So I had one of those moments where I thought about the couple, and then a page just wrote itself. Here is a speedy update.


Just after midnight, she gets a call, a local unknown number. Liam? He just left her, less than an hour ago, to tell her parents about the accident. And he also told her he was there for her, to pick up any pieces she left behind, though in not so many words.

"I need you to come pick me up. I'm at the station and I don't know who else to call."

She was there in 11 minutes, according to her car's analogue clock. She bailed him out, no questions asked, until back in her car. As he told her of his former boat, now a charred and blackened remnant of the once white, beautiful vessel he labored over for the more than a year, his eyes shone. She wasn't certain whether they shone with unshed tears, or with the few precious memories of the finished boat. But, for whatever tears he held back, she compensated for with her own.

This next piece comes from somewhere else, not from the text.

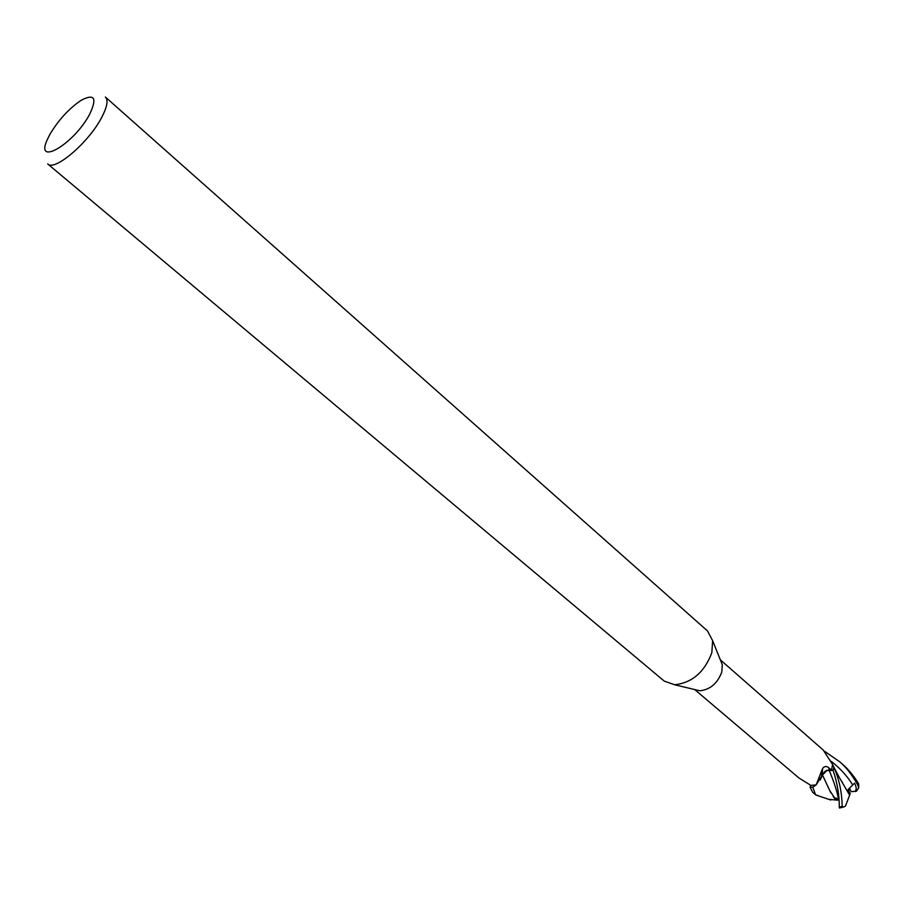 <?xml version="1.0" encoding="UTF-8"?>
<svg xmlns="http://www.w3.org/2000/svg" width="904" height="904" viewBox="0 0 904 904"><rect width="100%" height="100%" fill="white"/><g stroke="black" fill="none" stroke-linecap="round" stroke-linejoin="round"><path stroke-width="1.36" d="M839.646 778.039L849.636 795.17L845.443 806.142L843.364 807.091L842.155 806.334C841.952 792.774 839.353 780.095 834.347 768.287L833.929 767.27L833.059 770.434L827.126 770.4L833.138 770.445C837.341 783.045 839.387 795.294 839.285 807.193L839.635 808.018M720.533 660.327L722.285 664.689L721.833 671.898C717.55 683.39 710.205 689.673 699.798 690.769L695.221 689.673M720.318 659.796L823.205 750.026L832.595 764.456L831.544 770.095L829.081 769.88L828.911 767.925L831.544 770.095M707.482 630.924L712.634 640.665L711.832 652.756C704.487 672.18 692.08 682.836 674.61 684.757L664.214 681.085L47.697 163.929C54.398 171.76 88.626 142.629 101.542 117.723C107.147 107.09 108.423 100.197 105.384 97.044L707.482 630.924M824.471 751.213L839.805 761.869C846.144 767.157 852.189 774.965 857.952 785.305L858.687 787.926L856.404 791.249L851.206 791.667L849.342 788.051L850.302 789.825L848.099 789.915M49.935 134.3C58.568 119.916 68.953 108.593 81.111 100.321C94.513 93.304 97.349 97.971 89.62 114.322C73.834 144.324 34.318 167.217 47.37 139.442L49.935 134.3M832.595 764.637L833.929 767.27L833.059 770.434L826.392 770.558L822.47 774.773L822.493 768.592C824.437 766.061 826.572 765.846 828.911 767.925M822.47 774.773L816.165 784.898L822.041 769.779M822.617 774.378L825.341 771.022L829.081 769.88M816.165 784.898L810.854 785.395L798.842 777.903L694.667 689.537M822.425 774.864L822.109 775.903L820.787 774.321M816.029 784.932L812.956 787.169L810.063 787.135L812.685 792.322M818.436 795.757L815.589 794.785L812.775 787.271L815.984 784.943M812.956 787.158L810.063 787.135L810.718 785.282M827.002 770.445L822.482 774.977L820.21 780.028L822.437 774.897M822.256 772.988L820.9 774.434L822.256 772.988M833.985 767.428L833.138 770.445M838.55 799.543L835.963 797.995L837.68 800.119L836.042 800.029L829.612 790.435M836.064 800.006L833.183 796.605M836.042 800.029L828.832 799.339M830.753 792.74L822.482 774.988M828.629 788.243L823.872 777.926M858.732 784.333L857.873 782.446C852.754 774.671 847.715 768.671 842.731 764.445L842.652 764.366M855.421 791.497L855.738 790.028C856.653 789.011 856.269 786.695 854.574 783.09L847.975 789.712L850.189 793.294L849.624 795.147M833.929 767.27L833.386 765.959M837.68 800.119L838.324 799.294M812.775 787.271L810.029 787.226M838.742 800.232C837.296 791.949 834.076 781.915 829.07 770.14L829.024 770.061M856.404 791.249L855.738 790.028M852.63 784.796C847.104 775.903 839.974 768.095 831.239 761.383M857.873 782.446L857.952 785.305M842.155 806.334L839.285 807.193M722.285 664.689L712.634 640.665M822.425 774.389L822.493 768.592M699.798 690.769L674.61 684.757M830.787 800.04L815.883 795M833.963 767.36C836.697 772.513 840.912 780.909 842.392 782.31M858.698 783.96L858.687 787.926M839.805 761.869L842.731 764.445M812.572 792.22L815.589 794.785M843.364 807.091L839.454 808.04"/></g></svg>

And even as he recalls to her at how he lost his temper, how he beat her former boyfriend and stalker to a bloody mess, she keeps her hand clasped on his shaking wrist, never letting go, never even momentarily exerting less pressure. She makes an internal promise not to visit Jasper in hospital – Hell, not to talk to him, look at him, or acknowledge him. He had inflicted more pain on Liam than any amount of physical pain, and it was for this, more than the stalking, or the lying, or the manipulating, that she could never forgive him.

She drives to the car park of the now deserted pier, and they begin to talk, looking straight ahead without risking eye contact. When she asks him why it was her that he called, he tells her of his break-up with Naomi, and she tries to show no reaction. But there are sirens in her head, colouring her vision red and telling her to get out now. But like any half-decent masochist, she remains with him in this painful equilibrium between desire and comfort. He didn't answer her question. She asks him again why it was her, not why it wasn't Naomi. He turns his head now, and after a moment of wonderfully intense stare she falters and looks down, unable to hold his gaze.

She then tells him of her parents' reaction – they were shocked, but final understanding of her behaviour in the past year helped them a lot. They told her to go to the station and make a confession, but, on the verge of breaking down, she tells him of their decision not to accompany her. He immediately takes control, and all of a sudden he is holding her, albeit awkwardly across the gap between the car seats. He promises she won't be alone; he will make sure of this.

Tears and angst fade away as she tells him of Dixon's escape to Australia, and there is laughter and bids of 'good luck' to Dixon, though he cannot hear their encouraging words, which heralds more of her laughter. She is not upset anymore, yet he still holds her nearest shoulder, squeezing tightly once in a while which sends unexpected jolts to her toes. They smile and talk, with minimal moments of silence, until the sky reaches a powder blue hue and the sun surfaces slightly above the water, across the vest expanse of ocean that reminds them of water they won't be sailing on.